PEF, one of the leading state-worker unions, is constantly berating the State for contracting out work that it claims should be performed better and at lower costs by its members. Here’s a Times Union item that reports the union representing some PEF legal workers has complained that PEF is contracting out some of their work. Especially ironic is that the contract employees will be representing full dues-paying PEF members, while PEF’s own employees will be representing agency shop payers who have opted out of union membership, a group about which it presumably cares less.
This New York Post story suggests that NYC charters have worked a miracle — closing the heretofore intractable racial achievement gap, and outperforming even affluent conventional public schools. If this is true, why haven’t other news outlets picked up the story? If it’s not true, in whole or in part, why hasn’t anyone refuted it?
I don’t think charters are miracle workers, and I am somewhat skeptical of reports of huge successes. But I also think they do a lot of things better than conventional public schools (which are adapting to meet the competition), such as providing greater support and a longer school day and year. Charter students are also more likely to come from more supportive homes, since parents need to take many affirmative actions to have their children attend charter schools.

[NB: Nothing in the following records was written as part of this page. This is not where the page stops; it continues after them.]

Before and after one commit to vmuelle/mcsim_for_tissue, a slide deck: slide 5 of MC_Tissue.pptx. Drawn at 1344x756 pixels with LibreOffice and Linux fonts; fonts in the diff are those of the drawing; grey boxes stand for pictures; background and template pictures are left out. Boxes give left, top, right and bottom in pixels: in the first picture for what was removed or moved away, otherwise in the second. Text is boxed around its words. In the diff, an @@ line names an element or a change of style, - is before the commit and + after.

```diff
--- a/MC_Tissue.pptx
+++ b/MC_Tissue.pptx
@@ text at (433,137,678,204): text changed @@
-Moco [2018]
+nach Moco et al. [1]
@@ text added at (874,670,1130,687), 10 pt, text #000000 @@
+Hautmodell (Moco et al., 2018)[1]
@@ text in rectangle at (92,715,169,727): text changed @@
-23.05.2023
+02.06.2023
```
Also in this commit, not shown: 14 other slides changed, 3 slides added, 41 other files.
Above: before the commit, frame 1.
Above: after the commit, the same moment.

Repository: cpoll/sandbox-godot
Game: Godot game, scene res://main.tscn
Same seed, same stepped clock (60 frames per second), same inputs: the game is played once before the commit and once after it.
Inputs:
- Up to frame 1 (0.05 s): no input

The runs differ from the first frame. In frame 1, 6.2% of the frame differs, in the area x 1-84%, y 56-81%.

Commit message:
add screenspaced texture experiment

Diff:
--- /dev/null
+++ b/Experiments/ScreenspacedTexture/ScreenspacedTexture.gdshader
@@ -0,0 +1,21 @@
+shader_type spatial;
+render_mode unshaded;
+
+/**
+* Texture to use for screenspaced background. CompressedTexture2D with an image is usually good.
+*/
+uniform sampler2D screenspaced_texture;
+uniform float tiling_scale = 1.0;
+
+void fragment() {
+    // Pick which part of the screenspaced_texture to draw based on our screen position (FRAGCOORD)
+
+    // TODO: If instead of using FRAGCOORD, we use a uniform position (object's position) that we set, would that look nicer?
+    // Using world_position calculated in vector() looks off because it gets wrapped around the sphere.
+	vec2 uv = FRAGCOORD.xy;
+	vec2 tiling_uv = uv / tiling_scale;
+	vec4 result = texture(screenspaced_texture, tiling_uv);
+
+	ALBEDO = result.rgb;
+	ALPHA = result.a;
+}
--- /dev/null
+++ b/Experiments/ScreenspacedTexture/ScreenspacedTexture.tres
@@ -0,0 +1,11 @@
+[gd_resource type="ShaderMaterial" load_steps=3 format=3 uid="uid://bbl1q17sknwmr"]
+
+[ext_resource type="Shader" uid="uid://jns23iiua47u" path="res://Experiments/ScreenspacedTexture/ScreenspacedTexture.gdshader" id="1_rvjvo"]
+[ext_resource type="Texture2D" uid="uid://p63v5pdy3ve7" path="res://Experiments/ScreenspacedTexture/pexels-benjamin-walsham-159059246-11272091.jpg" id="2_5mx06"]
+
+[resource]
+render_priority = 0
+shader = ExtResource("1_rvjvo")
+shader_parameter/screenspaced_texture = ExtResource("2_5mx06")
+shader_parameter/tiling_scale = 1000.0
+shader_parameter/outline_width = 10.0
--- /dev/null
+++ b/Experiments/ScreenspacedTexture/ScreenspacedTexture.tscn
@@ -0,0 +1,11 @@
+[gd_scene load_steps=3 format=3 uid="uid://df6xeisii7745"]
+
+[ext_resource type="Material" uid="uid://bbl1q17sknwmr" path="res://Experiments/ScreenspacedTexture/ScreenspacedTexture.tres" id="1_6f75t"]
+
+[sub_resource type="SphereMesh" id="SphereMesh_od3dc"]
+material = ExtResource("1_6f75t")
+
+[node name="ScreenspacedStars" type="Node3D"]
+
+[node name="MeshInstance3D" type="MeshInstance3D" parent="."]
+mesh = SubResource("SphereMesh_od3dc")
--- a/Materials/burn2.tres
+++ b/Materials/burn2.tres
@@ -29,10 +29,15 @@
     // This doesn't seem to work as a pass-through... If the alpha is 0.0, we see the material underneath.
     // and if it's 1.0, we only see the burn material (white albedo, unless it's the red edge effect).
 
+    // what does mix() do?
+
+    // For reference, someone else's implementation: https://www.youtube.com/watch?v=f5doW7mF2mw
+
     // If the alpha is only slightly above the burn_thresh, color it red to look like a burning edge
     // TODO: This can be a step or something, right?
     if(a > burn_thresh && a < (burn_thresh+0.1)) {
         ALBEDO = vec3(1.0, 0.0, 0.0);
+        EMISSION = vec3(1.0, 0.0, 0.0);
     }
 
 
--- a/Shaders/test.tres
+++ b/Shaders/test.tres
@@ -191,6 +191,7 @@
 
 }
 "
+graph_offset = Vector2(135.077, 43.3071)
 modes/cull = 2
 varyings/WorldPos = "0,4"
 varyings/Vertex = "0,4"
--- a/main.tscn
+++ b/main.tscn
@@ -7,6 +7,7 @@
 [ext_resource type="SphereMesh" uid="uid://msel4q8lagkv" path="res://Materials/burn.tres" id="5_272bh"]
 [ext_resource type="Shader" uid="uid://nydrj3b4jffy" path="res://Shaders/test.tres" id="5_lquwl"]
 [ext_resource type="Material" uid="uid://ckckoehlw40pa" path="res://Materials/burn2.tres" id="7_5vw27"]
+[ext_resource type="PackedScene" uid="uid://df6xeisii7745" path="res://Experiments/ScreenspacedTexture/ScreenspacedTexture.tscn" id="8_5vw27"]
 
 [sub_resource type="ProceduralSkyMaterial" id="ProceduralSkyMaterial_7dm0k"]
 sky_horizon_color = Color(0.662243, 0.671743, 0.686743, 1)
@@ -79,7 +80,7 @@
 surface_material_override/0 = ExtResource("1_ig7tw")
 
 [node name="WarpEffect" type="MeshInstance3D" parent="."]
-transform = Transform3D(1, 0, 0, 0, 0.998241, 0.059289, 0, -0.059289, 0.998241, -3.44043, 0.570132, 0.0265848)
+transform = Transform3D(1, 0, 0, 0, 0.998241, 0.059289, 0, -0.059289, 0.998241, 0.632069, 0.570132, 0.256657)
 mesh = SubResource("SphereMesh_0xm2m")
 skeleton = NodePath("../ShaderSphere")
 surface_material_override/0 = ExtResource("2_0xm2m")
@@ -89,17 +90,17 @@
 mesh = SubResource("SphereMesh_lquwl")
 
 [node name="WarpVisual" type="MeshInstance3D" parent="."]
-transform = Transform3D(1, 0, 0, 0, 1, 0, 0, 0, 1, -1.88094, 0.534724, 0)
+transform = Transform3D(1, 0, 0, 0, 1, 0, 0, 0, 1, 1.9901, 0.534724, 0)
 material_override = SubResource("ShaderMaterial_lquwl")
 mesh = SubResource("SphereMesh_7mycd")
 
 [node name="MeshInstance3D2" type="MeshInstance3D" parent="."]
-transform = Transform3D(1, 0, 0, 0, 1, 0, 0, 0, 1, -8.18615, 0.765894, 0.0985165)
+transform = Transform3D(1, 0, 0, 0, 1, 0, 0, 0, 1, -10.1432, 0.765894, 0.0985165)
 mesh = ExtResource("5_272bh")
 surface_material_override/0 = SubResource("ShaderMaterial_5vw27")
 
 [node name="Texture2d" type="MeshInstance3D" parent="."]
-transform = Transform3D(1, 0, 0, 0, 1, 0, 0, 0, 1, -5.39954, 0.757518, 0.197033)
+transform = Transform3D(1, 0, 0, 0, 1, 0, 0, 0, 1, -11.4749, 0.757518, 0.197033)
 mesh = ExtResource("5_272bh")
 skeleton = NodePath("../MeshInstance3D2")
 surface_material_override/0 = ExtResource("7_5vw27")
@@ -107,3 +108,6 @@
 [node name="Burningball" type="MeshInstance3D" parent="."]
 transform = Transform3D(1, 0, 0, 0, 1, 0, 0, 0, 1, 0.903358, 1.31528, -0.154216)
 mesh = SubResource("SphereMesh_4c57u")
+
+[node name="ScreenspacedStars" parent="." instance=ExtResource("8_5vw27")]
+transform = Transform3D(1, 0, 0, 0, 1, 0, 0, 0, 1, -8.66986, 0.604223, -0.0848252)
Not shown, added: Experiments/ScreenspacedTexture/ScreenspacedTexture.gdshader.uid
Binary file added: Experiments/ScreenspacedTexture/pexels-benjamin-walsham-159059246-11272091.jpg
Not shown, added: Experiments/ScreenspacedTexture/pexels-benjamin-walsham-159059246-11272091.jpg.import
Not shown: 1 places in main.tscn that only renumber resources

So where does the truth lie?
This little item in the Albany Times Union (the longer story linked to in the item is behind the paper’s pay wall) about the burden of rising pension costs is unusual only because of the employer — NYSUT, the teachers’ union. NYSUT’s own management is clearly aware of the burdensome costs of benefits for its own employees, and its officers appear to be willing to take a cut while they negotiate similar cuts with their employees’ union.
Of course, NYSUT’s role as bargaining representative for its members is different from its role as an employer, and it is charged by law to represent its members’ interests. In playing that role in contract negotiations, I don’t think NYSUT would be receptive to the concept of givebacks by its members.
What I suspect I won’t see is any of the school districts asking for the kind of givebacks NYSUT appears to believe warranted with respect to its employees (and leading the way by imposing them on their own staff). One reason for public employee unions’ great success has been the lack of aggressive counter parties representing the taxpayers in contract negotiations, though I am sure the School Boards’ Association would argue to the contrary. There are many reasons for this: the understandable urge (especially when spending other peoples’ money) to show appreciation for the good work teachers do, the large financial and political clout of the unions, and the fact that the better the deal for teachers, the better the deal for management, who must of course, be paid more than the rank and file in the trenches. Of course, in a competitive market for teachers, salary and benefits must be competitive, but smart management would make sure they were regardless of union pressure.
Recently, a caller to one of our local public broadcasting stations expressed the dilemma of wanting to support local public education but wanting to remain in his house, which was becoming increasingly less affordable due to rising school taxes, among other things. The moderator pooh-poohed him with the usual response — “nothing’s too good for our kids.”
Like that caller, I see both sides, and I certainly don’t want to return to the days of exploitation of teachers. However, I wonder who is representing this taxpayer, and how strongly. Only when both sides have equal bargaining power can a reasonable balance of interests be struck.